[Dataset records]
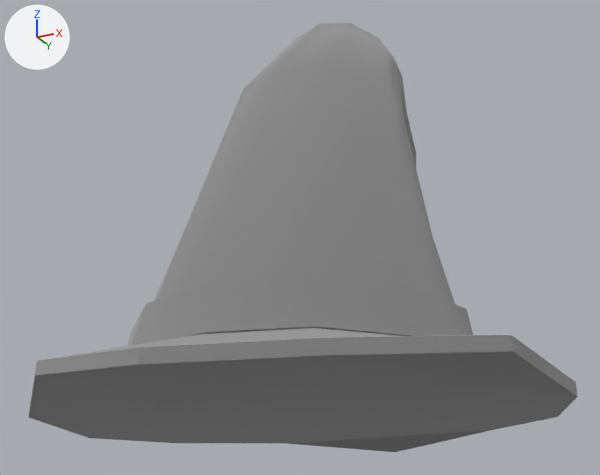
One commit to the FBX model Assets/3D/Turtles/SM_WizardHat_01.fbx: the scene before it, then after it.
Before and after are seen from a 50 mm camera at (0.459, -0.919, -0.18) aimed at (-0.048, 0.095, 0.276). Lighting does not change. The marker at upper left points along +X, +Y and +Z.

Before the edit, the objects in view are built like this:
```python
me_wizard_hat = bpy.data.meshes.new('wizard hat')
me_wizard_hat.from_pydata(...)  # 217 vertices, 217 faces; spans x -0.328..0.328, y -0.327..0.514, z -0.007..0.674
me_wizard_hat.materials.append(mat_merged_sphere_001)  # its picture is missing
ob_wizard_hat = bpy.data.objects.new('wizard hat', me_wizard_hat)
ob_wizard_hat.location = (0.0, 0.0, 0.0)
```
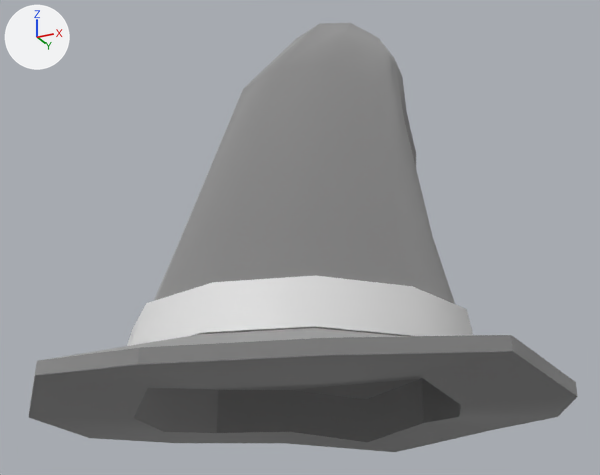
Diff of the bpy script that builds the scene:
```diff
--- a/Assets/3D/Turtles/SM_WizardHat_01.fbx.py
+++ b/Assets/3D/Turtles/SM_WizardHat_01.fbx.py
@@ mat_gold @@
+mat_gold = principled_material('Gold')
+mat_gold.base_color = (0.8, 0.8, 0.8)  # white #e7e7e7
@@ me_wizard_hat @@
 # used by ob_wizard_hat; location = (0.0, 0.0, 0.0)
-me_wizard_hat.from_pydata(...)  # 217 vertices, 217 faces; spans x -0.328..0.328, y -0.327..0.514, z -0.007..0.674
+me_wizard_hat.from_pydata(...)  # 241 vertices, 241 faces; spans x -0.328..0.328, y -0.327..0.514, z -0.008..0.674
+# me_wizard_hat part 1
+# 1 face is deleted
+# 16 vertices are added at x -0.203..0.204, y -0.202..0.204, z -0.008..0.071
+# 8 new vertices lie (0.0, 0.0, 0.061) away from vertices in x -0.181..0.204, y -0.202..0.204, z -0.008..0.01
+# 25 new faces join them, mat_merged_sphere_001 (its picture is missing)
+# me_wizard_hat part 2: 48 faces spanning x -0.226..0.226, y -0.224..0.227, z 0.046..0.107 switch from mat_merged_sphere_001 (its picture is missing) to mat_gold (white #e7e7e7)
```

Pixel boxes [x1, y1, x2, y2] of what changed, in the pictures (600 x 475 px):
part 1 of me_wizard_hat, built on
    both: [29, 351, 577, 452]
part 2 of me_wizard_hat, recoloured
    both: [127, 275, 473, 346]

Instructions to follow:
Retype the data above verbatim, minus images.

Result of the exercise:
One commit to the FBX model Assets/3D/Turtles/SM_WizardHat_01.fbx: the scene before it, then after it.
Before and after are seen from a 50 mm camera at (0.459, -0.919, -0.18) aimed at (-0.048, 0.095, 0.276). Lighting does not change. The marker at upper left points along +X, +Y and +Z.

Before the edit, the objects in view are built like this:
```python
me_wizard_hat = bpy.data.meshes.new('wizard hat')
me_wizard_hat.from_pydata(...)  # 217 vertices, 217 faces; spans x -0.328..0.328, y -0.327..0.514, z -0.007..0.674
me_wizard_hat.materials.append(mat_merged_sphere_001)  # its picture is missing
ob_wizard_hat = bpy.data.objects.new('wizard hat', me_wizard_hat)
ob_wizard_hat.location = (0.0, 0.0, 0.0)
```
Diff of the bpy script that builds the scene:
```diff
--- a/Assets/3D/Turtles/SM_WizardHat_01.fbx.py
+++ b/Assets/3D/Turtles/SM_WizardHat_01.fbx.py
@@ mat_gold @@
+mat_gold = principled_material('Gold')
+mat_gold.base_color = (0.8, 0.8, 0.8)  # white #e7e7e7
@@ me_wizard_hat @@
 # used by ob_wizard_hat; location = (0.0, 0.0, 0.0)
-me_wizard_hat.from_pydata(...)  # 217 vertices, 217 faces; spans x -0.328..0.328, y -0.327..0.514, z -0.007..0.674
+me_wizard_hat.from_pydata(...)  # 241 vertices, 241 faces; spans x -0.328..0.328, y -0.327..0.514, z -0.008..0.674
+# me_wizard_hat part 1
+# 1 face is deleted
+# 16 vertices are added at x -0.203..0.204, y -0.202..0.204, z -0.008..0.071
+# 8 new vertices lie (0.0, 0.0, 0.061) away from vertices in x -0.181..0.204, y -0.202..0.204, z -0.008..0.01
+# 25 new faces join them, mat_merged_sphere_001 (its picture is missing)
+# me_wizard_hat part 2: 48 faces spanning x -0.226..0.226, y -0.224..0.227, z 0.046..0.107 switch from mat_merged_sphere_001 (its picture is missing) to mat_gold (white #e7e7e7)
```

Pixel boxes [x1, y1, x2, y2] of what changed, in the pictures (600 x 475 px):
part 1 of me_wizard_hat, built on
    both: [29, 351, 577, 452]
part 2 of me_wizard_hat, recoloured
    both: [127, 275, 473, 346]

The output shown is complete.